If you have 'proper' stone chips with the base coat exposed then the touch up pen is the only practical repair that will last without going for a panel respray.


----------



## bobski (Oct 21, 2007)

dean2403 said:


> Hey guys,
> 
> I've just picked up my new TTS and have already picked up some stone chips! [smiley=bigcry.gif] (joys of motoring I suppose). Anyone suggest a good detailing product that masks or fills these stones chips.
> 
> ...


Here you go. http://www.drcolorchip.com/ . I go some from Bigsyd as he has changed cars and now has a Qs. Works a treat... :wink:


----------



## ScoobyTT (Aug 24, 2009)

That stuff sounds really good. Is there a UK supplier at all? Mind you, with the usual $1=£1 conversion that most products seem to have, perhaps it's just as well if there isn't


----------



## kevlo (Sep 6, 2009)

im very interested in drcolorchip. can we get this in the uk?


----------



## bobski (Oct 21, 2007)

Not as far as i know... :!:


----------



## dolph (Aug 21, 2009)

Other forums have organised group buys for a discount (particularly on the shipping)...
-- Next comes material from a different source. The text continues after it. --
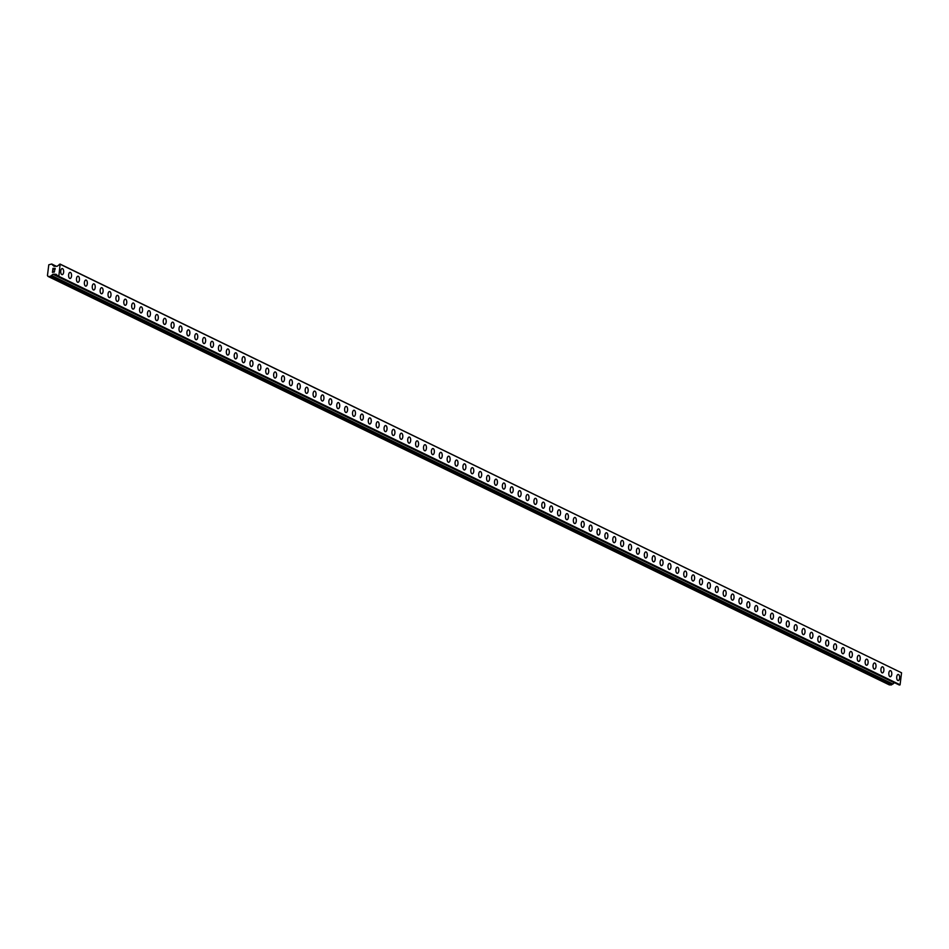 <?xml version="1.0" encoding="UTF-8"?>
<svg xmlns="http://www.w3.org/2000/svg" width="949" height="949" viewBox="0 0 949 949"><rect width="100%" height="100%" fill="white"/><g stroke="black" fill="none" stroke-linecap="round" stroke-linejoin="round"><path stroke-width="1.42" d="M898.205 674.454A3.061 1.495 -89.4 0 1 898.549 674.537A3.061 1.495 -89.4 0 1 899.652 677.871A3.061 1.495 -89.4 0 1 898.145 680.563A3.061 1.495 -89.4 0 1 897.813 680.48A3.061 1.495 -89.4 0 1 896.71 677.147A3.061 1.495 -89.4 0 1 898.217 674.454A3.061 1.495 -89.4 0 1 898.549 674.537A3.061 1.495 -89.4 0 1 899.664 677.871A3.061 1.495 -89.4 0 1 898.157 680.563M890.328 670.623A3.061 1.495 -89.4 0 1 890.66 670.706A3.061 1.495 -89.4 0 1 891.775 674.039A3.061 1.495 -89.4 0 1 890.257 676.732A3.061 1.495 -89.4 0 1 889.937 676.661A3.061 1.495 -89.4 0 1 888.822 673.316A3.061 1.495 -89.4 0 1 890.328 670.623A3.061 1.495 -89.4 0 1 890.66 670.706A3.061 1.495 -89.4 0 1 891.775 674.039A3.061 1.495 -89.4 0 1 890.269 676.732M882.44 666.791A3.061 1.495 -89.4 0 1 882.772 666.874A3.061 1.495 -89.4 0 1 883.887 670.208A3.061 1.495 -89.4 0 1 882.38 672.912A3.061 1.495 -89.4 0 1 882.048 672.829A3.061 1.495 -89.4 0 1 880.933 669.496A3.061 1.495 -89.4 0 1 882.44 666.791A3.061 1.495 -89.4 0 1 882.772 666.874A3.061 1.495 -89.4 0 1 883.887 670.208A3.061 1.495 -89.4 0 1 882.38 672.912M874.551 662.971A3.061 1.495 -89.4 0 1 874.883 663.043A3.061 1.495 -89.4 0 1 875.998 666.388A3.061 1.495 -89.4 0 1 874.492 669.081A3.061 1.495 -89.4 0 1 874.159 668.998A3.061 1.495 -89.4 0 1 873.044 665.664A3.061 1.495 -89.4 0 1 874.551 662.971A3.061 1.495 -89.4 0 1 874.883 663.043A3.061 1.495 -89.4 0 1 875.998 666.388A3.061 1.495 -89.4 0 1 874.492 669.081M866.662 659.14A3.061 1.495 -89.4 0 1 866.995 659.223A3.061 1.495 -89.4 0 1 868.11 662.556A3.061 1.495 -89.4 0 1 866.603 665.249A3.061 1.495 -89.4 0 1 866.271 665.166A3.061 1.495 -89.4 0 1 865.156 661.833A3.061 1.495 -89.4 0 1 866.662 659.14A3.061 1.495 -89.4 0 1 867.006 659.223A3.061 1.495 -89.4 0 1 868.11 662.556A3.061 1.495 -89.4 0 1 866.603 665.249M858.774 655.308A3.061 1.495 -89.4 0 1 859.106 655.391A3.061 1.495 -89.4 0 1 860.221 658.725A3.061 1.495 -89.4 0 1 858.715 661.417A3.061 1.495 -89.4 0 1 858.382 661.334A3.061 1.495 -89.4 0 1 857.267 658.001A3.061 1.495 -89.4 0 1 858.786 655.308A3.061 1.495 -89.4 0 1 859.118 655.391A3.061 1.495 -89.4 0 1 860.233 658.725A3.061 1.495 -89.4 0 1 858.715 661.417M850.885 651.477A3.061 1.495 -89.4 0 1 851.229 651.56A3.061 1.495 -89.4 0 1 852.332 654.893A3.061 1.495 -89.4 0 1 850.826 657.586A3.061 1.495 -89.4 0 1 850.494 657.503A3.061 1.495 -89.4 0 1 849.391 654.169A3.061 1.495 -89.4 0 1 850.897 651.477A3.061 1.495 -89.4 0 1 851.229 651.56A3.061 1.495 -89.4 0 1 852.344 654.893A3.061 1.495 -89.4 0 1 850.838 657.586M842.997 647.645A3.061 1.495 -89.4 0 1 843.341 647.728A3.061 1.495 -89.4 0 1 844.456 651.061A3.061 1.495 -89.4 0 1 842.937 653.766A3.061 1.495 -89.4 0 1 842.617 653.683A3.061 1.495 -89.4 0 1 841.502 650.338A3.061 1.495 -89.4 0 1 843.009 647.645A3.061 1.495 -89.4 0 1 843.341 647.728A3.061 1.495 -89.4 0 1 844.456 651.061A3.061 1.495 -89.4 0 1 842.949 653.766M835.12 643.813A3.061 1.495 -89.4 0 1 835.452 643.896A3.061 1.495 -89.4 0 1 836.567 647.242A3.061 1.495 -89.4 0 1 835.049 649.935A3.061 1.495 -89.4 0 1 834.729 649.851A3.061 1.495 -89.4 0 1 833.613 646.518A3.061 1.495 -89.4 0 1 835.12 643.813A3.061 1.495 -89.4 0 1 835.452 643.896A3.061 1.495 -89.4 0 1 836.567 647.242A3.061 1.495 -89.4 0 1 835.061 649.935M827.231 639.994A3.061 1.495 -89.4 0 1 827.564 640.077A3.061 1.495 -89.4 0 1 828.679 643.41A3.061 1.495 -89.4 0 1 827.172 646.103A3.061 1.495 -89.4 0 1 826.84 646.02A3.061 1.495 -89.4 0 1 825.725 642.687A3.061 1.495 -89.4 0 1 827.231 639.994A3.061 1.495 -89.4 0 1 827.564 640.077A3.061 1.495 -89.4 0 1 828.679 643.41A3.061 1.495 -89.4 0 1 827.172 646.103M819.343 636.162A3.061 1.495 -89.4 0 1 819.675 636.245A3.061 1.495 -89.4 0 1 820.79 639.579A3.061 1.495 -89.4 0 1 819.284 642.271A3.061 1.495 -89.4 0 1 818.951 642.188A3.061 1.495 -89.4 0 1 817.836 638.855A3.061 1.495 -89.4 0 1 819.343 636.162A3.061 1.495 -89.4 0 1 819.687 636.245A3.061 1.495 -89.4 0 1 820.79 639.579A3.061 1.495 -89.4 0 1 819.284 642.271M811.454 632.331A3.061 1.495 -89.4 0 1 811.786 632.414A3.061 1.495 -89.4 0 1 812.902 635.747A3.061 1.495 -89.4 0 1 811.395 638.44A3.061 1.495 -89.4 0 1 811.063 638.357A3.061 1.495 -89.4 0 1 809.948 635.023A3.061 1.495 -89.4 0 1 811.466 632.331A3.061 1.495 -89.4 0 1 811.798 632.414A3.061 1.495 -89.4 0 1 812.913 635.747A3.061 1.495 -89.4 0 1 811.395 638.44M803.566 628.499A3.061 1.495 -89.4 0 1 803.898 628.582A3.061 1.495 -89.4 0 1 805.013 631.915A3.061 1.495 -89.4 0 1 803.506 634.608A3.061 1.495 -89.4 0 1 803.174 634.537A3.061 1.495 -89.4 0 1 802.071 631.192A3.061 1.495 -89.4 0 1 803.578 628.499A3.061 1.495 -89.4 0 1 803.91 628.582A3.061 1.495 -89.4 0 1 805.025 631.915A3.061 1.495 -89.4 0 1 803.518 634.608M795.677 624.667A3.061 1.495 -89.4 0 1 796.021 624.75A3.061 1.495 -89.4 0 1 797.124 628.084A3.061 1.495 -89.4 0 1 795.618 630.788A3.061 1.495 -89.4 0 1 795.286 630.705A3.061 1.495 -89.4 0 1 794.183 627.372A3.061 1.495 -89.4 0 1 795.689 624.667A3.061 1.495 -89.4 0 1 796.021 624.75A3.061 1.495 -89.4 0 1 797.136 628.084A3.061 1.495 -89.4 0 1 795.63 630.788M787.8 620.848A3.061 1.495 -89.4 0 1 788.133 620.919A3.061 1.495 -89.4 0 1 789.248 624.264A3.061 1.495 -89.4 0 1 787.729 626.957A3.061 1.495 -89.4 0 1 787.409 626.874A3.061 1.495 -89.4 0 1 786.294 623.54A3.061 1.495 -89.4 0 1 787.8 620.848A3.061 1.495 -89.4 0 1 788.133 620.919A3.061 1.495 -89.4 0 1 789.248 624.264A3.061 1.495 -89.4 0 1 787.741 626.957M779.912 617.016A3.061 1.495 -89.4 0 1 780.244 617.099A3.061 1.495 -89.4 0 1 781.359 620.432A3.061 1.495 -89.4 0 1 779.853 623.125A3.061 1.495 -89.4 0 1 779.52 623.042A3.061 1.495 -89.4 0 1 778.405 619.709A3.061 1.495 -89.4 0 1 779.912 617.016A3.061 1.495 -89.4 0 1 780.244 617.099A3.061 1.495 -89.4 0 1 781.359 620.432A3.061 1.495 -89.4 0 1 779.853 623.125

Would be interested in anyone wanted to go down this route?


----------



## bigsyd (Jul 9, 2008)

i have used this product on my 1st TT, it is v v good, you just need a bit of patience and will work a treat, gave mine to bobski as he has the same colour car


----------



## basky (May 26, 2009)

Hi Guys, will let you into a little trade secret ? Buy a chip/touch up pen from deallers. Then with a cocktail stick, apply to chip, as son as you have applied, wet finger and quickly wipe across chip ? The paint is still setting up and when it dries, you will hardly notice it !!! 8) Job done. I thank you.


----------



## bobski (Oct 21, 2007)

bigsyd said:


> i have used this product on my 1st TT, it is v v good, you just need a bit of patience and will work a treat, gave mine to bobski as he has the same colour car


Thanks again Syd


----------



## bigsyd (Jul 9, 2008)

NO probs m8


----------



## dolph (Aug 21, 2009)

Just ordered some Dr Colorchip.

Will take piccies before and after and post back here when done. Got some stone chips and a couple of scratches I'll be testing it on.


----------



## BLinky (Jul 3, 2009)

you'll never get a remotely perfect finish under strong light conditions by doing anything other than a professional respray. so get collecting those chips.


----------



## dolph (Aug 21, 2009)

BLinky said:


> you'll never get a remotely perfect finish under strong light conditions by doing anything other than a professional respray. so get collecting those chips.


Indeed - but although I'd love to be able to - I'm not going to have my car resprayed every year!


----------



## BLinky (Jul 3, 2009)

hence i said get collecting those stone chips, a bad way to protect your car would be to get a shield applyed.


----------



## mav696 (May 21, 2006)

As mentioned before. Use a cocktail stick and build up the layers, then when they are sitting proud of the paint and dry you can go on with some very fine wet and dry to flatten it of, then polish the light scratches out with a polisher. Job done  Oh and then re wax


----------